Un peu plus tard, j'ai failli devenir un mec qui dépense mais là encore, le destin veillait. Après cette histoire avec le coma du professeur, je fut exclus du lycée. Ce fut le début d'une remise en question. Je me suis dit que le fait de penser m'empêchait d'avoir des problèmes, même de peut-être parfois les provoquer. Ce prof de français qui se vantait de penser, d'en être fière au point de mépriser les autres, cela j'avais décidé de ne pas en faire partie. Je serais dons un mec qui ne pense pas et pour cela je devais adopter une attitude opposée. Je serai donc un mec qui dépense. J'avais lancé ça comme une bravade, une provocation facile sur un jeu de mot bancale.

Que devrai-je faire pour être un mec qui dépense ?

Je fréquentais alors les cafés, les boites de nuits, les plages, les stades de sports en tous genres. C'est le foot qui devint mon sport de prédilection. Mais je devais avec une tête qui ne convenait pas à certain. Un jour il y eut un match qui tourna très vite au vinaigre. J'étais pour les verts et face ceux pour les bleus. Comme les verts étaient en train de gagner, des bleus survoltés ont envahi notre secteur et ce fut la bagarre générale. Je me retrouvais quelques heures plus tard à l'hôpital avec quatre côtes cassées, cinq dents en moins, une arcade ouverte, un genoux déboité, une main écrasée avec cinq doigts en mauvais état et la cerise sur le gâteau, le foie éclaté. Je dus rester six mois à l'hôpital et une année de rééducation. J'ai cru que j'allais y rester, c'est pas plus compliqué que ça.

 

Moi, Anastase Hasbinette, je suis ni un mec qui pense ni un mec qui dépense et pour le prouver, je vais vous raconter ce que je suis devenu après mon séjour à l'hôpital. Je me suis engagé dans la Légion Étrangère. Ainsi, je me suis dis que j'apprendrai à ne pas penser et que je ne dépenserai pas puisqu'il n'y a rien à dépenser à la Légion. Comme j'étais un bon élève, je pris rapidement du galon. Le colonel m'avait à la bonne et je pus devenir un sous-officier. J'étais très occupé par ma position et mon désir de me faire bien voir. Je continuais à progresser dans la non-pensée et je me gardais de dépenser ma solde pour quand je sortirai.

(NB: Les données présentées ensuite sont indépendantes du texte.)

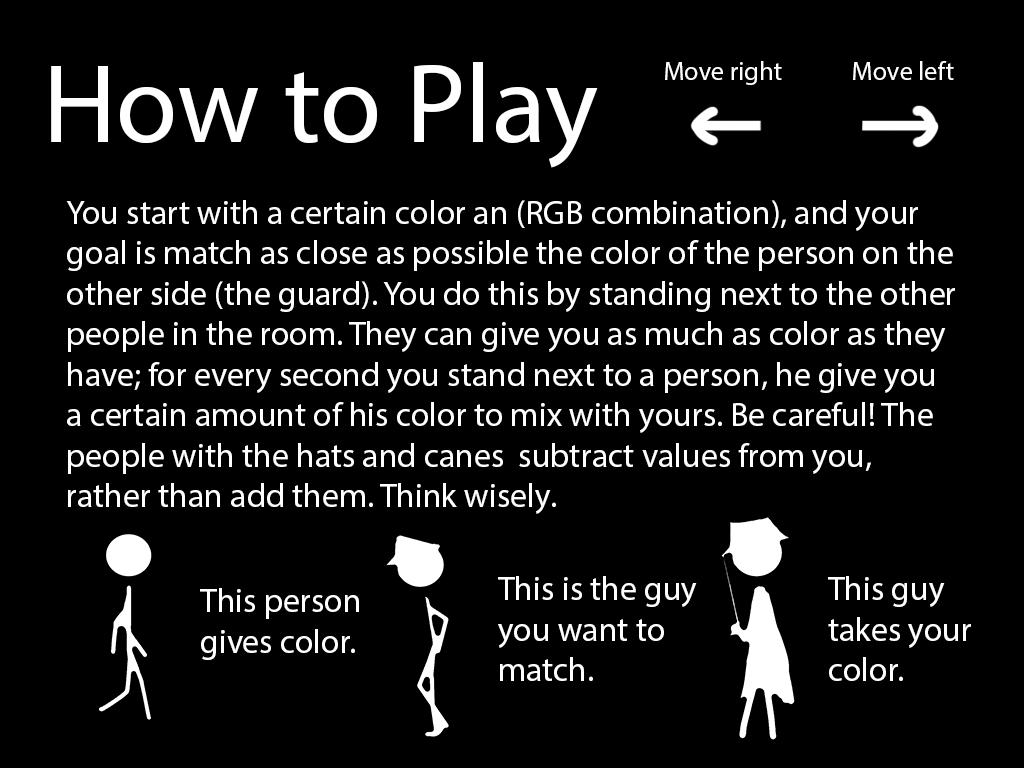
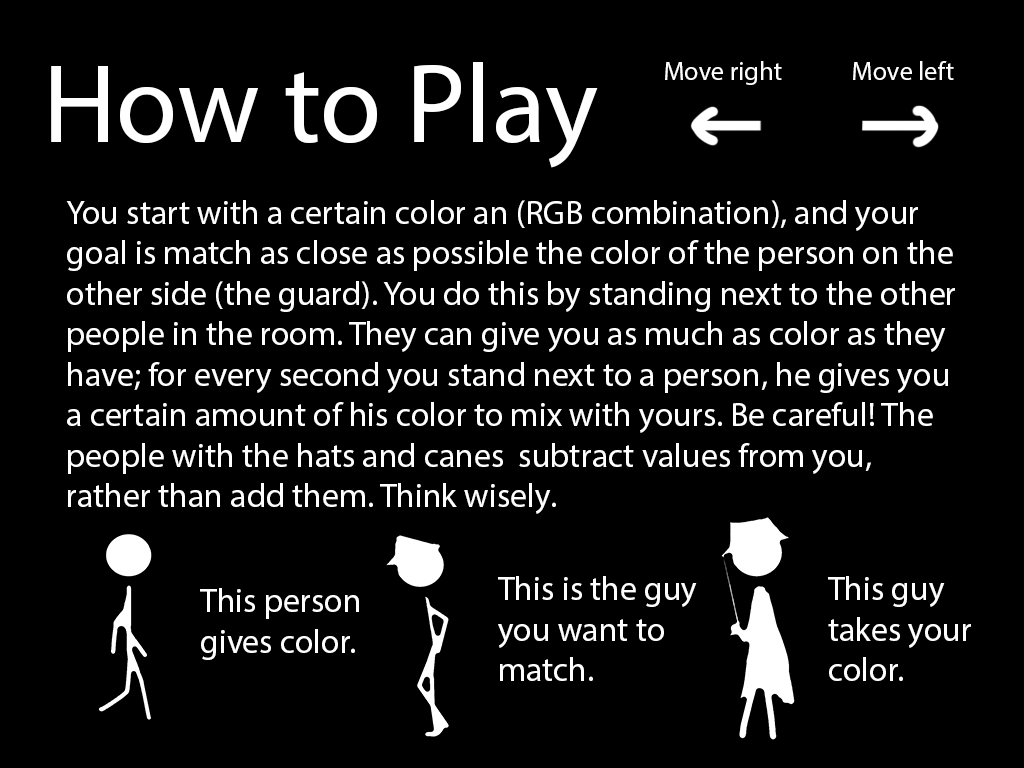
Revision of a layered 1024px x 768px image; what changed, layer by layer:
painted on "You start with a certain color an (RGB combination), and your g" over [878,369,948,393]

C'est ainsi que je pris l'habitude de vivre en marge de la société. Je fus envoyer en mission en Afrique et ce fut une découverte pour moi. J'y pris goût et à la fin de mon engagement, je décidais d'y rester. Très vite je me coulais dans la société locale et dans ses us et coutumes. C'est ainsi que je me retrouvais à vivre avec cinq femmes qui pensaient et dépensaient pour moi. Je pouvais admirer les couchers de soleil assis sous un catalpa, avec ma pension d'invalide obtenu grâce à quelques subterfuges et mes économies de légionnaire, c'est pas plus compliqué que ça.